What I didn’t know until far into my adult years was that there was a second part to the Lenten formula. In my Dads dresser, there was a mason jar for Lent and into that jar, even in times of financial distress, there was a daily deposit for every day of the smokeless Lent. On Easter Sunday, every dollar saved was equally divided between their two favorite charities, half to St. Jude to whom my mother gave credit for my father’s return from the war, and half to the St. Vincent De Paul Society, a passionate work through all of my father’s life. No fanfare or acclamation or recognition, just a check written at the end of Lent, even when the weekly food budget was stretched beyond reason.
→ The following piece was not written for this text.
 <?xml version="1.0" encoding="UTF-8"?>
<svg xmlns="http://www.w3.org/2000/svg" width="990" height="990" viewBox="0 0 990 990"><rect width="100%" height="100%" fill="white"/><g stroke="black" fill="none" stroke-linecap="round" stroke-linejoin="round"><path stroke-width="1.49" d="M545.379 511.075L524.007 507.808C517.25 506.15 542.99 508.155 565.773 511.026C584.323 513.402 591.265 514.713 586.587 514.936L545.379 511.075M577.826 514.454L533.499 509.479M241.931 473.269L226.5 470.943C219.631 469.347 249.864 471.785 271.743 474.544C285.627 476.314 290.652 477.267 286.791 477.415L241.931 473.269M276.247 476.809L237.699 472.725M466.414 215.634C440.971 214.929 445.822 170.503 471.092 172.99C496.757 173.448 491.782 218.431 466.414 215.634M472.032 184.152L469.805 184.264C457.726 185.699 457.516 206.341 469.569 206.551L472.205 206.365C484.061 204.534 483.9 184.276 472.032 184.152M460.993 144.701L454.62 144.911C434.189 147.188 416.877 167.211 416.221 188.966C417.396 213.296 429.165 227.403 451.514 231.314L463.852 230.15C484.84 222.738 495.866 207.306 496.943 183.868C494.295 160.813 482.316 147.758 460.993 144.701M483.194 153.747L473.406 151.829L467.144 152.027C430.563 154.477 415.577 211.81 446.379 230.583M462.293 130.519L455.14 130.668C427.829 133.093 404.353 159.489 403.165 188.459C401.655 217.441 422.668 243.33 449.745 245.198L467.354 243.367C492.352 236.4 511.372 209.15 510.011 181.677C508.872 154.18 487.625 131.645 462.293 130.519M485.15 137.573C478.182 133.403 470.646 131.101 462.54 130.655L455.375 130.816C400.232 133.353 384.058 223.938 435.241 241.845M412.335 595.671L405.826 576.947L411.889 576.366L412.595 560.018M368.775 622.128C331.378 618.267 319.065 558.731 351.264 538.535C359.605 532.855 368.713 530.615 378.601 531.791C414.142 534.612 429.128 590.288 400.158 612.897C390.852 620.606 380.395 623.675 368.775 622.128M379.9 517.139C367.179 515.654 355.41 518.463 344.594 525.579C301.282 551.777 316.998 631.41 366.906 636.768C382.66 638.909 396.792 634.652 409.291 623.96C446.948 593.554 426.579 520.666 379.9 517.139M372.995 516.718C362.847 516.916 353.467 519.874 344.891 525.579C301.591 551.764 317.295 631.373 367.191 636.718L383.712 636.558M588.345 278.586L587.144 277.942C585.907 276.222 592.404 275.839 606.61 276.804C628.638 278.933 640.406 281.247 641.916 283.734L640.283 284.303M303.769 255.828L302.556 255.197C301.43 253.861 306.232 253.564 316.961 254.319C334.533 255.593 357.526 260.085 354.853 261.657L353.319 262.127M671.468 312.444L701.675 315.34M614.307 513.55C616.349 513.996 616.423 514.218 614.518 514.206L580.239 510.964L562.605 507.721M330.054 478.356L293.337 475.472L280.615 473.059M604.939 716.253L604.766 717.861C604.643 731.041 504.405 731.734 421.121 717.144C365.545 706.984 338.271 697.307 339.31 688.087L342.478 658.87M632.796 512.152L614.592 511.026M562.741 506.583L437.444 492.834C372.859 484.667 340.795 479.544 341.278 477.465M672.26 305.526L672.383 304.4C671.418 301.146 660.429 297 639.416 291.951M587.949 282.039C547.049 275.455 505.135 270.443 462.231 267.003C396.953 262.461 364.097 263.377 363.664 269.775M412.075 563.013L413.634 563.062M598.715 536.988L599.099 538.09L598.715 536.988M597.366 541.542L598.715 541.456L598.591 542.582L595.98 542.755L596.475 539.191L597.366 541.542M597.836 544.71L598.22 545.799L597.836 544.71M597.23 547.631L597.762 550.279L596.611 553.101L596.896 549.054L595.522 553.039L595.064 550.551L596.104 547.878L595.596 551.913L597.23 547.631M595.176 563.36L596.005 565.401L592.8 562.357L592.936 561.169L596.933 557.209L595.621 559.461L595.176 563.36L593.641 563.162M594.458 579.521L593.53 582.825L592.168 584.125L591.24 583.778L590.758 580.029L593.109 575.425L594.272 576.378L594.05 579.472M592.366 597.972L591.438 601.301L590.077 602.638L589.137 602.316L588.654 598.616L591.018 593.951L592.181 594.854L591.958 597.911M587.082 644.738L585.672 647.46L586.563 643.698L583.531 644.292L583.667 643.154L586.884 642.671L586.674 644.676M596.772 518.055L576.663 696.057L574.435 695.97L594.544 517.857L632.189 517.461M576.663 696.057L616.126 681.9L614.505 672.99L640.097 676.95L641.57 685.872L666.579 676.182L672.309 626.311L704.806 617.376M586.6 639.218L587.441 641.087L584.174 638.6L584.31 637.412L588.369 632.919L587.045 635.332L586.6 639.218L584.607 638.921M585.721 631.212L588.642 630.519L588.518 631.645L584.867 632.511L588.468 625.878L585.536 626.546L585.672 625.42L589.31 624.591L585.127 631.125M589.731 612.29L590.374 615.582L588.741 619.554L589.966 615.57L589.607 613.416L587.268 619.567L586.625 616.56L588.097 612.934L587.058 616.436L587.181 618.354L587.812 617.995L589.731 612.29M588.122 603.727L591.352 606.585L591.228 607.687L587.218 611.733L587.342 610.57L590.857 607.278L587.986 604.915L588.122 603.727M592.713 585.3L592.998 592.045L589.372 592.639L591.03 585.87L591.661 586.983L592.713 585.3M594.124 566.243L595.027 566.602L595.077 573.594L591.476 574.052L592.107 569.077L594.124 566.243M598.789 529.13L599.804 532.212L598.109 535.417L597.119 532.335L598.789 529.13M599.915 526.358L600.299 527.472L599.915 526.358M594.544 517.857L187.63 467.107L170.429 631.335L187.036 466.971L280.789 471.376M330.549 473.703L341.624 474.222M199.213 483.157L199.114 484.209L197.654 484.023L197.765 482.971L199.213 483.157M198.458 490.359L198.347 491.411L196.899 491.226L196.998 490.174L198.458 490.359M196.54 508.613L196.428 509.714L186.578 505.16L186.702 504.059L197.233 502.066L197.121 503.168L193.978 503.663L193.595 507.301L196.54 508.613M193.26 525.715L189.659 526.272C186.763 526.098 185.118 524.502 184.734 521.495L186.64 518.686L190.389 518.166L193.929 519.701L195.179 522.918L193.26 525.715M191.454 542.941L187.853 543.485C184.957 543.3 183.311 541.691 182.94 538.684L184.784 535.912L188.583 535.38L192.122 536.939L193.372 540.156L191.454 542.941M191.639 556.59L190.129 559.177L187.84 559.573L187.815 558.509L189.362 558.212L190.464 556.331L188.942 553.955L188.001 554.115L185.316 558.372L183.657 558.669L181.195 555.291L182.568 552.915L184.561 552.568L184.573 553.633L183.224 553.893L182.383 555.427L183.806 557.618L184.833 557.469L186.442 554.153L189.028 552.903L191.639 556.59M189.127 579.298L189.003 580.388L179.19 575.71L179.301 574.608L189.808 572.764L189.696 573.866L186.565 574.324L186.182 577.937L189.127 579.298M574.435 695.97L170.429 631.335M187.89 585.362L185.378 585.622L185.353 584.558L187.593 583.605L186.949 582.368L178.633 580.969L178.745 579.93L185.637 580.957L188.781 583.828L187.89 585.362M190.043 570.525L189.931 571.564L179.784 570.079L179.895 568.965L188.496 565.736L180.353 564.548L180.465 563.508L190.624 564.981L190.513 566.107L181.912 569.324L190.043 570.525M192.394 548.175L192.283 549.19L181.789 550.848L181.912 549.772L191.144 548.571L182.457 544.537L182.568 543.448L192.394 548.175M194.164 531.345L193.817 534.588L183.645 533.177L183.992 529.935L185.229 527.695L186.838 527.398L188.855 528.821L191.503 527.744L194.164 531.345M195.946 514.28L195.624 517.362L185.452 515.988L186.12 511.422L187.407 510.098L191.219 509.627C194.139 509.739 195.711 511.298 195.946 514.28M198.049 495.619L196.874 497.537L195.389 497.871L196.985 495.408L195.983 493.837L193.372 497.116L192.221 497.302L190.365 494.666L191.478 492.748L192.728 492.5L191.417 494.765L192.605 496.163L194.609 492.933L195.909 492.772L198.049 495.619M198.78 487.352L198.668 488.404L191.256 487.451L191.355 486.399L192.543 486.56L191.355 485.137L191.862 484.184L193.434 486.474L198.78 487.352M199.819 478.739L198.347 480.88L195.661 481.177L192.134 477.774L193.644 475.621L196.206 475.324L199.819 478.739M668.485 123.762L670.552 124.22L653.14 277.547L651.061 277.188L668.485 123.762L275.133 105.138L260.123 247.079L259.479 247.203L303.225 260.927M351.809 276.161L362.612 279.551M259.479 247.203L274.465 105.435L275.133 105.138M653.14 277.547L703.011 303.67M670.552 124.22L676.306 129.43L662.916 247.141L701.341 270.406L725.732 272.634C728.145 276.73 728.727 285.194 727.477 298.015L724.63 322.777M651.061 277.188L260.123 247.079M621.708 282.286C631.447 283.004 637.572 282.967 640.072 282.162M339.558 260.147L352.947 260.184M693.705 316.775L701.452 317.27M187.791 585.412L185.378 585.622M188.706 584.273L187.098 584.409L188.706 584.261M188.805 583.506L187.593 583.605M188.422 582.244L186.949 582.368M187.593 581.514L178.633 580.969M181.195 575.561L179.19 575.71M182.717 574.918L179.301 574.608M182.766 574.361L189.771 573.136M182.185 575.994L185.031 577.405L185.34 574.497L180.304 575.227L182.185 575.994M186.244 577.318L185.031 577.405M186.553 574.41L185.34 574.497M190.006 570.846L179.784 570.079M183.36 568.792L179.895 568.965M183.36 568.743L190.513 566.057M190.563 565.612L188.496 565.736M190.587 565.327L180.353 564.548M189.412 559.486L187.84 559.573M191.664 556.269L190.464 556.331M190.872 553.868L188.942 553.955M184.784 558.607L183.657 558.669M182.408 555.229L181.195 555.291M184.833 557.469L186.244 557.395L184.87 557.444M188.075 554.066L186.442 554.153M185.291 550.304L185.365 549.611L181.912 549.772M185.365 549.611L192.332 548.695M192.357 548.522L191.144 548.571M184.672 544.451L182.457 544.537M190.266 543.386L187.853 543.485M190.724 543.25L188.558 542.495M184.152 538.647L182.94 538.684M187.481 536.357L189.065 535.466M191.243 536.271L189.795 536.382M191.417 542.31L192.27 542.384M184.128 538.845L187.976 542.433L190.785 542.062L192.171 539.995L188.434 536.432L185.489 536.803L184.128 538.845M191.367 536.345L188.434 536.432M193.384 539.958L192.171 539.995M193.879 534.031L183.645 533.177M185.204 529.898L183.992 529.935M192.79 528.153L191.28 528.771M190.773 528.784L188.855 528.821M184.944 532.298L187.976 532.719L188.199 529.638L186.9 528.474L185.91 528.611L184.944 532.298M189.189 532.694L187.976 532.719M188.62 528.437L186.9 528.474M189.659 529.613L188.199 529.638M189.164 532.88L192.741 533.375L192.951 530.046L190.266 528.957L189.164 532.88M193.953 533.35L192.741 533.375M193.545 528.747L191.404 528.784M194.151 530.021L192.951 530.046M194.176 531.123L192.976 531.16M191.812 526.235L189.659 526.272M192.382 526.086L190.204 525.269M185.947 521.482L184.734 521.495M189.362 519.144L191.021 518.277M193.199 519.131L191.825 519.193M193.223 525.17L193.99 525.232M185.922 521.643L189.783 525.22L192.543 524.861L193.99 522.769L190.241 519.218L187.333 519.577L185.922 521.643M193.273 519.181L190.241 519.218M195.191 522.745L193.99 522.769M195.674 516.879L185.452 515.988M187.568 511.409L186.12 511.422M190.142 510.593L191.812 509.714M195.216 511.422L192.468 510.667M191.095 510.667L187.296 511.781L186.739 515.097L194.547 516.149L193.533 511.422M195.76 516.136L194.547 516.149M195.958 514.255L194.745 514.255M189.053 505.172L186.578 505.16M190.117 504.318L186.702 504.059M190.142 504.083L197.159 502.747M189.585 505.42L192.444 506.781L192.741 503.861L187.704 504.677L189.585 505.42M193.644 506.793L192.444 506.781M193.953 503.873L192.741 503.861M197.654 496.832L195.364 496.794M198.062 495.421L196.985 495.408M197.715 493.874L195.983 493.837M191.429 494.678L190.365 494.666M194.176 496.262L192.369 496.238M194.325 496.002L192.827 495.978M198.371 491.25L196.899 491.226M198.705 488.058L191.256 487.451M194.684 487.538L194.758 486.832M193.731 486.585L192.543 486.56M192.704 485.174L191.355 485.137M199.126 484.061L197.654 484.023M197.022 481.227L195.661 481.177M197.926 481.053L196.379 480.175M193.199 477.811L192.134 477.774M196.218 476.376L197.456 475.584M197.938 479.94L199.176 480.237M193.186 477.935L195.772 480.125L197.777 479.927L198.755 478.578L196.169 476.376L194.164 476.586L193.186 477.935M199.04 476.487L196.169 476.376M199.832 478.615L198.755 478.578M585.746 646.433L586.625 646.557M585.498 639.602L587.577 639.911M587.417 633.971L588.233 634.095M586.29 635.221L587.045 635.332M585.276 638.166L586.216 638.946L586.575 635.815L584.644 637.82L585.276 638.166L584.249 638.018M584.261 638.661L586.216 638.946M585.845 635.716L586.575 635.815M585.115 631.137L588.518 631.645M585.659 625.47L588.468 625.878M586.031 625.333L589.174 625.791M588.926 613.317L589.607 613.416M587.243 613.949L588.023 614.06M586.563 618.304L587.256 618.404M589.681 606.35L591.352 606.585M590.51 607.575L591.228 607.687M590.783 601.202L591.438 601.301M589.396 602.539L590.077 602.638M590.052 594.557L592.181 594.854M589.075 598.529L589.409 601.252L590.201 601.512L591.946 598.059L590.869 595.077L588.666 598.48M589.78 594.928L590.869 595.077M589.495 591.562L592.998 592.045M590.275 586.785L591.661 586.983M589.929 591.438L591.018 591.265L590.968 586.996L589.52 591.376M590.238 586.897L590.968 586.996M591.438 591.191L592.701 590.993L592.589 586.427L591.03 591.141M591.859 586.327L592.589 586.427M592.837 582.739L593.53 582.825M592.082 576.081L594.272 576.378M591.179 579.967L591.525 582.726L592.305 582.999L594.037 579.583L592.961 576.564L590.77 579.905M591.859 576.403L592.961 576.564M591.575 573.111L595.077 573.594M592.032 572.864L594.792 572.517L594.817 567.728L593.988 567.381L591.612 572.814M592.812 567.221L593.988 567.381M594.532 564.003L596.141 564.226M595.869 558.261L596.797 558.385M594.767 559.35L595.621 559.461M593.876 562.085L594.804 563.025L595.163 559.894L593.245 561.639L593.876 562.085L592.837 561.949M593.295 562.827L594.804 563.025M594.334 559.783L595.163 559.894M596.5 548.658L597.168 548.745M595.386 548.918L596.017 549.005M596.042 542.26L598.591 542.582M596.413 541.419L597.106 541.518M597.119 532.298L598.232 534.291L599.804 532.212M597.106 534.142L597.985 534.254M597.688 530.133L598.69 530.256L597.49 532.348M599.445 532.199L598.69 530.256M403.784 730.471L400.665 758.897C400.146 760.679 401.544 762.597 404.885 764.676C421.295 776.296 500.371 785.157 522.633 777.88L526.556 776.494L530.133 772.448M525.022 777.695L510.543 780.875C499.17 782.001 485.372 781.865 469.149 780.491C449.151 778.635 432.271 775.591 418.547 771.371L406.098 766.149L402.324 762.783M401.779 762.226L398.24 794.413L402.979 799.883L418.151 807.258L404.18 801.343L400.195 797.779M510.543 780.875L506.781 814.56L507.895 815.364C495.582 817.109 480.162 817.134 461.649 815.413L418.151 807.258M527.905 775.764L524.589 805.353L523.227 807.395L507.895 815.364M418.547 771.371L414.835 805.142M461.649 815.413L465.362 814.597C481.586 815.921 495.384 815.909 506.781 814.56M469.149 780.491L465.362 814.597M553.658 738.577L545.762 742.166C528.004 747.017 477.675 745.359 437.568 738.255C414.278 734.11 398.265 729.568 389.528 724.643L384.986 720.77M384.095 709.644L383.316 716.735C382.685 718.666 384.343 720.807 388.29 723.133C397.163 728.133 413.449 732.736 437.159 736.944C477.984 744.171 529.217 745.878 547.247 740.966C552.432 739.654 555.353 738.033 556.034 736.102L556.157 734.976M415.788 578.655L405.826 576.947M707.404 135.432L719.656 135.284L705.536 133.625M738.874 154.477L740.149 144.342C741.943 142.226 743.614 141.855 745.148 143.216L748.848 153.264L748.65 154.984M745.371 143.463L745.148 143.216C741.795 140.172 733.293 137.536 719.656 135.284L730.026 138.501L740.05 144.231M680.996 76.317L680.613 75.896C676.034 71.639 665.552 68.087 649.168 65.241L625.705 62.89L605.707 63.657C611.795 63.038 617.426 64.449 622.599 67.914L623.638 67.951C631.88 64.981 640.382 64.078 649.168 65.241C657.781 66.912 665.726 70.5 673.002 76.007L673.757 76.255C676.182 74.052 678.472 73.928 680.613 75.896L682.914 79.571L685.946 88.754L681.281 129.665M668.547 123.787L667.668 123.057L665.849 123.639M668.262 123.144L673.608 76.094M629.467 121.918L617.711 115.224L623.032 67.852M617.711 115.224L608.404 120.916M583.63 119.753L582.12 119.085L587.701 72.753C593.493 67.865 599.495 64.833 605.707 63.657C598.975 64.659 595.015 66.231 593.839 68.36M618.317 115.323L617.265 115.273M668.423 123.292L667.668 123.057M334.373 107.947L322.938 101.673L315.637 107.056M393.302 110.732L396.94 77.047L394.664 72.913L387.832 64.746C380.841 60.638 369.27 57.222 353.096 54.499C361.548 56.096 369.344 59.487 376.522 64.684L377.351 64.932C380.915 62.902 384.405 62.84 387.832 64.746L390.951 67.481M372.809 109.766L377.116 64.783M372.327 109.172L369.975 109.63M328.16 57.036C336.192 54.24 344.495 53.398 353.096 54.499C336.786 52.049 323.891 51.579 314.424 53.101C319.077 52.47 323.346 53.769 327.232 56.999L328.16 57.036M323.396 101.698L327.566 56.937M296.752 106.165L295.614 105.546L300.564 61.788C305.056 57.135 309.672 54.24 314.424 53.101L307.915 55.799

I’ve been thinking in the last few days about how my sense of Lent was shaped by watching them. Not words, but actions. Not lectures, but living. Not dramatic statements of perfection, but the evidence of change. Refraining, releasing, refusing is not really the lesson of Lent. But it’s what happens because we make the choice. While I thought the point of doing without the Marlboro Reds was the sacrifice of withdrawal, in fact — it was the only way that there would be something to give to others. I nearly missed the point.
Maybe, the real point, is to keep the outcome hidden — get our habits that keep us stuck in ourselves out of the way, so God’s light can shine through us. Perhaps, what today means for us is to let go of that which takes up our space and time, so that we are able to give from the hidden jar of treasure that we don’t even realize we have. We abstain from one thing so that something else is possible. It’s not the abstinence that is the point, it’s what it makes possible. And yet, without letting go of the Marlboro Reds, there would have been nothing to give.
Sometimes, the Marlboro Reds in my life are clear — but more often, I have to look for the source that blocks the giving. More often, Lent becomes a detective novel of discovery in the interior chapters of my life to see what needs to be on the fasting list. Then, I can discover the feasting of giving instead of needing.
Happy ASH Thursday — the warm-up days before the real training arrives!